**LISTED ENTRIES:**

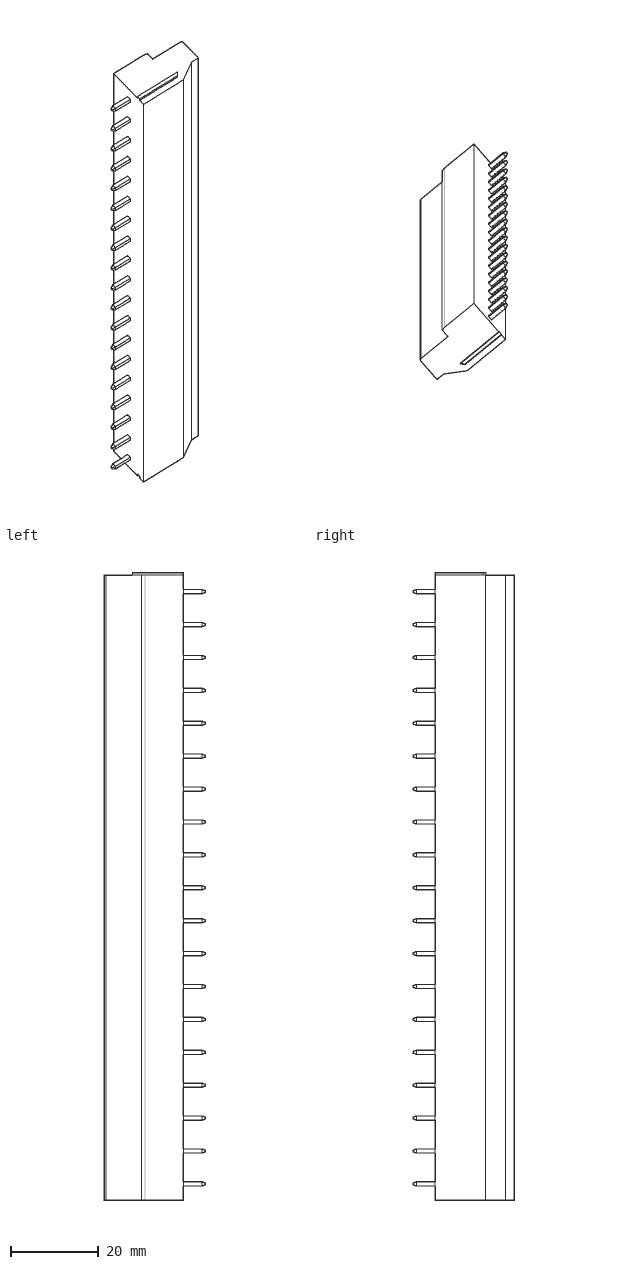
import cadquery as cq

pole_count = 19
total_height = 143.1
ridge_height = 0.6
body_height = total_height - ridge_height
pitch = body_height / pole_count
body_width = 11.2
body_depth = 18.0

step_width = 2.1
step_depth = 9.6
step_lip_width = 0.1
step_lip_depth = 0.9
rear_chamfer_width = 0.1
rear_chamfer_depth = 0.5
shoulder_x = 8.3
shoulder_depth = 16.0
slope_end_depth = 11.5

ridge_x = 8.9
ridge_width = 0.9
ridge_long_side = 11.6
ridge_short_side = 10.9

pin_size = 1.0
pin_length = 5.0
pin_tip_length = 0.7
pin_tip_size = 0.5
pin_x = 5.7
first_pin_z = pitch / 2


def make_housing():
    return (
        cq.Workplane("XY")
        .moveTo(0, 0)
        .lineTo(body_width, 0)
        .lineTo(body_width, slope_end_depth)
        .lineTo(shoulder_x, shoulder_depth)
        .lineTo(shoulder_x, body_depth)
        .lineTo(step_width + rear_chamfer_width, body_depth)
        .lineTo(step_width, body_depth - rear_chamfer_depth)
        .lineTo(step_width, step_depth)
        .lineTo(step_lip_width, step_depth)
        .lineTo(0, step_depth - step_lip_depth)
        .close()
        .extrude(body_height)
    )


def make_ridge(base_z):
    """Bar along Y with a slanted rear end, ridge_height tall from base_z upward."""
    return (
        cq.Workplane("XY", origin=(ridge_x, 0, base_z))
        .moveTo(0, 0)
        .lineTo(ridge_width, 0)
        .lineTo(ridge_width, ridge_short_side)
        .lineTo(0, ridge_long_side)
        .close()
        .extrude(ridge_height)
    )


def make_pin(center_z):
    """Square pin pointing to -Y with a tapered tip."""
    shank_length = pin_length - pin_tip_length
    shank = (
        cq.Workplane("XZ", origin=(pin_x, 0, center_z))
        .rect(pin_size, pin_size)
        .extrude(shank_length)
    )
    tip = (
        cq.Workplane("XZ", origin=(pin_x, -shank_length, center_z))
        .rect(pin_size, pin_size)
        .workplane(offset=pin_tip_length)
        .rect(pin_tip_size, pin_tip_size)
        .loft(ruled=True)
    )
    return shank.union(tip)


result = make_housing().union(make_ridge(body_height)).cut(make_ridge(0))
for pole in range(pole_count):
    result = result.union(make_pin(first_pin_z + pole * pitch))

**REQUIRED WORK:**
All of the material should be reproduced exactly, apart from the pictures.

**REPLY:**
import cadquery as cq

pole_count = 19
total_height = 143.1
ridge_height = 0.6
body_height = total_height - ridge_height
pitch = body_height / pole_count
body_width = 11.2
body_depth = 18.0

step_width = 2.1
step_depth = 9.6
step_lip_width = 0.1
step_lip_depth = 0.9
rear_chamfer_width = 0.1
rear_chamfer_depth = 0.5
shoulder_x = 8.3
shoulder_depth = 16.0
slope_end_depth = 11.5

ridge_x = 8.9
ridge_width = 0.9
ridge_long_side = 11.6
ridge_short_side = 10.9

pin_size = 1.0
pin_length = 5.0
pin_tip_length = 0.7
pin_tip_size = 0.5
pin_x = 5.7
first_pin_z = pitch / 2


def make_housing():
    return (
        cq.Workplane("XY")
        .moveTo(0, 0)
        .lineTo(body_width, 0)
        .lineTo(body_width, slope_end_depth)
        .lineTo(shoulder_x, shoulder_depth)
        .lineTo(shoulder_x, body_depth)
        .lineTo(step_width + rear_chamfer_width, body_depth)
        .lineTo(step_width, body_depth - rear_chamfer_depth)
        .lineTo(step_width, step_depth)
        .lineTo(step_lip_width, step_depth)
        .lineTo(0, step_depth - step_lip_depth)
        .close()
        .extrude(body_height)
    )


def make_ridge(base_z):
    """Bar along Y with a slanted rear end, ridge_height tall from base_z upward."""
    return (
        cq.Workplane("XY", origin=(ridge_x, 0, base_z))
        .moveTo(0, 0)
        .lineTo(ridge_width, 0)
        .lineTo(ridge_width, ridge_short_side)
        .lineTo(0, ridge_long_side)
        .close()
        .extrude(ridge_height)
    )


def make_pin(center_z):
    """Square pin pointing to -Y with a tapered tip."""
    shank_length = pin_length - pin_tip_length
    shank = (
        cq.Workplane("XZ", origin=(pin_x, 0, center_z))
        .rect(pin_size, pin_size)
        .extrude(shank_length)
    )
    tip = (
        cq.Workplane("XZ", origin=(pin_x, -shank_length, center_z))
        .rect(pin_size, pin_size)
        .workplane(offset=pin_tip_length)
        .rect(pin_tip_size, pin_tip_size)
        .loft(ruled=True)
    )
    return shank.union(tip)


result = make_housing().union(make_ridge(body_height)).cut(make_ridge(0))
for pole in range(pole_count):
    result = result.union(make_pin(first_pin_z + pole * pitch))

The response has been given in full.